Minimum required secrets:

• macOS: APPLE_CERTIFICATE, APPLE_CERTIFICATE_PASSWORD, APPLE_SIGNING_IDENTITY, plus either (APPLE_API_ISSUER + APPLE_API_KEY_ID + APPLE_API_KEY) or (APPLE_ID + APPLE_PASSWORD + APPLE_TEAM_ID) for notarization.
• Windows: depends on signing backend — WINDOWS_CERTIFICATE + WINDOWS_CERTIFICATE_PASSWORD (PFX), or Azure creds for Trusted Signing.
• Tauri updater (if used): TAURI_SIGNING_PRIVATE_KEY, TAURI_SIGNING_PRIVATE_KEY_PASSWORD.

The GITHUB_TOKEN is auto-issued, but the workflow needs permissions: contents: write to publish a Release. If you previously locked workflow permissions to read-only repo-wide, override per-job.

ARM Linux on GitHub: ubuntu-22.04-arm runners are now GA for public repos. Private repos may still need self-hosted ARM runners — emulated builds take ~1h and routinely flake.

---

7. Common gotchas

• Universal vs single-arch macOS. A non-universal .app runs on either Intel or Apple Silicon, not both.

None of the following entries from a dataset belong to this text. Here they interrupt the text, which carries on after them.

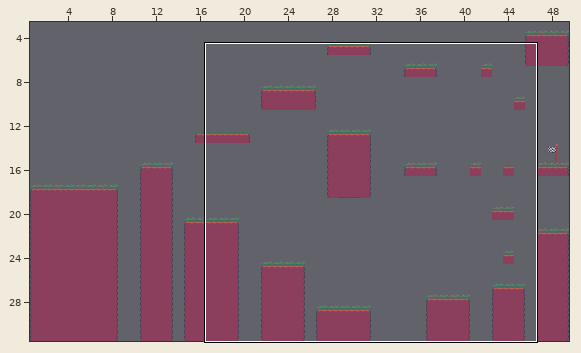
Two states of a Tiled map, working_files/Map3.tmx. Above, an overview of the earlier version with the close-up marked.
Close-up. As it was:
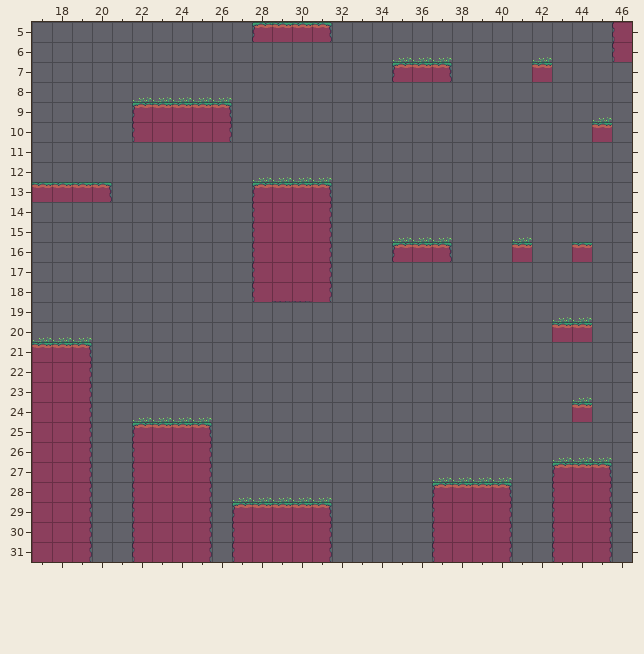
Cells are 32x32 px. Shown: x 17..46, y 5..31. The commit also changed other parts of the map, which this record leaves out.
The same view after the edit:
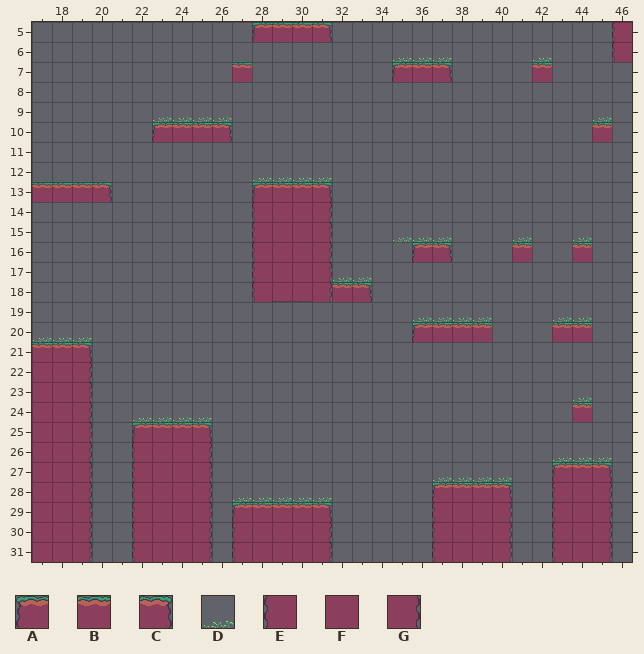
Key: from "Sprites": A 0, B 1, C 2, D 3, E 8, F 9, G 10.
_ is an empty cell.
Changes in this commit:
Layer "Ground":
Tile A replaces tile B in row 16 at x 36.
Tile A replaces tile F in row 10 at x 23.
Tile A is added in row 20 at x 36.
Tile B replaces tile F in row 10 at x 24 to 25.
Tile B is added in row 7 at x 27; in row 18 at x 32; in row 20 at x 37 to 39.
Tile C replaces tile G in row 10 at x 26.
Tile C is added in row 18 at x 33.
The edit erases tile A in row 9 at x 22; in row 16 at x 35.
The edit erases tile B in row 9 at x 23 to 25.
The edit erases tile C in row 9 at x 26.
The edit erases tile E in row 10 at x 22.
Layer "Decoration":
Tile D is added in row 9 at x 23 to 26; in row 15 at x 44; in row 17 at x 32 to 33; in row 19 at x 36 to 39.
The edit erases tile D in row 8 at x 22 to 26.
Boxes around the changes in both close-ups, in picture pixels (x1, y1, x2, y2):
changed: (132, 62, 252, 142)
added: (572, 237, 592, 242)
changed: (392, 242, 432, 262)
added: (332, 277, 372, 302)
added: (412, 317, 492, 342)

App Store rejects single-arch unless your LSMinimumSystemVersion predates Apple Silicon (it doesn’t).
• codesign --deep is deprecated. Tauri signs nested binaries top-down in the right order. If you patch-sign manually post-bundle, use --options runtime and sign innermost-first.
• Notarization staple step is separate. Submission succeeds but the ticket isn’t embedded until you stapler staple. Without it, offline users see “Apple could not verify…” until they connect.
• MSI vs NSIS — when in doubt, ship NSIS. Smaller, scriptable, cross-compilable, no VBSCRIPT requirement. Only ship MSI when an actual customer has asked for it.
• AppImage glibc baseline. Build on the oldest WebKitGTK-4.1-capable distro you support. There is no way to “lower” glibc after the fact short of rebuilding.
• tauri build ≠ cargo build --release. Bundle steps run after compile. A green cargo build does not mean your installer will build — bundler errors surface late.
• Identifier collisions. Changing identifier between releases breaks auto-update and macOS keychain access. Pick once, keep forever.
• Publisher name = product name. Microsoft Store rejects this. Always set bundle.publisher explicitly.
• DMG icon positions on CI. No WindowServer means osascript window tweaks silently fail. Build the prettified DMG locally if visual layout matters; ship a plain one from CI otherwise.
• tauri ios build on Linux/Windows. Not supported. macOS host only. Run mobile builds on a separate matrix job pinned to macos-latest.

---

Templates

• templates/github-actions-release.yml — drop into .github/workflows/release.yml. Fill in secrets, swap bun for your package manager if needed.
• templates/tauri.conf.bundle.json — merge under your tauri.conf.json > bundle key. Has placeholder identifier, publisher, per-OS signing toggles, and WebView2 + DMG defaults that match what this skill recommends.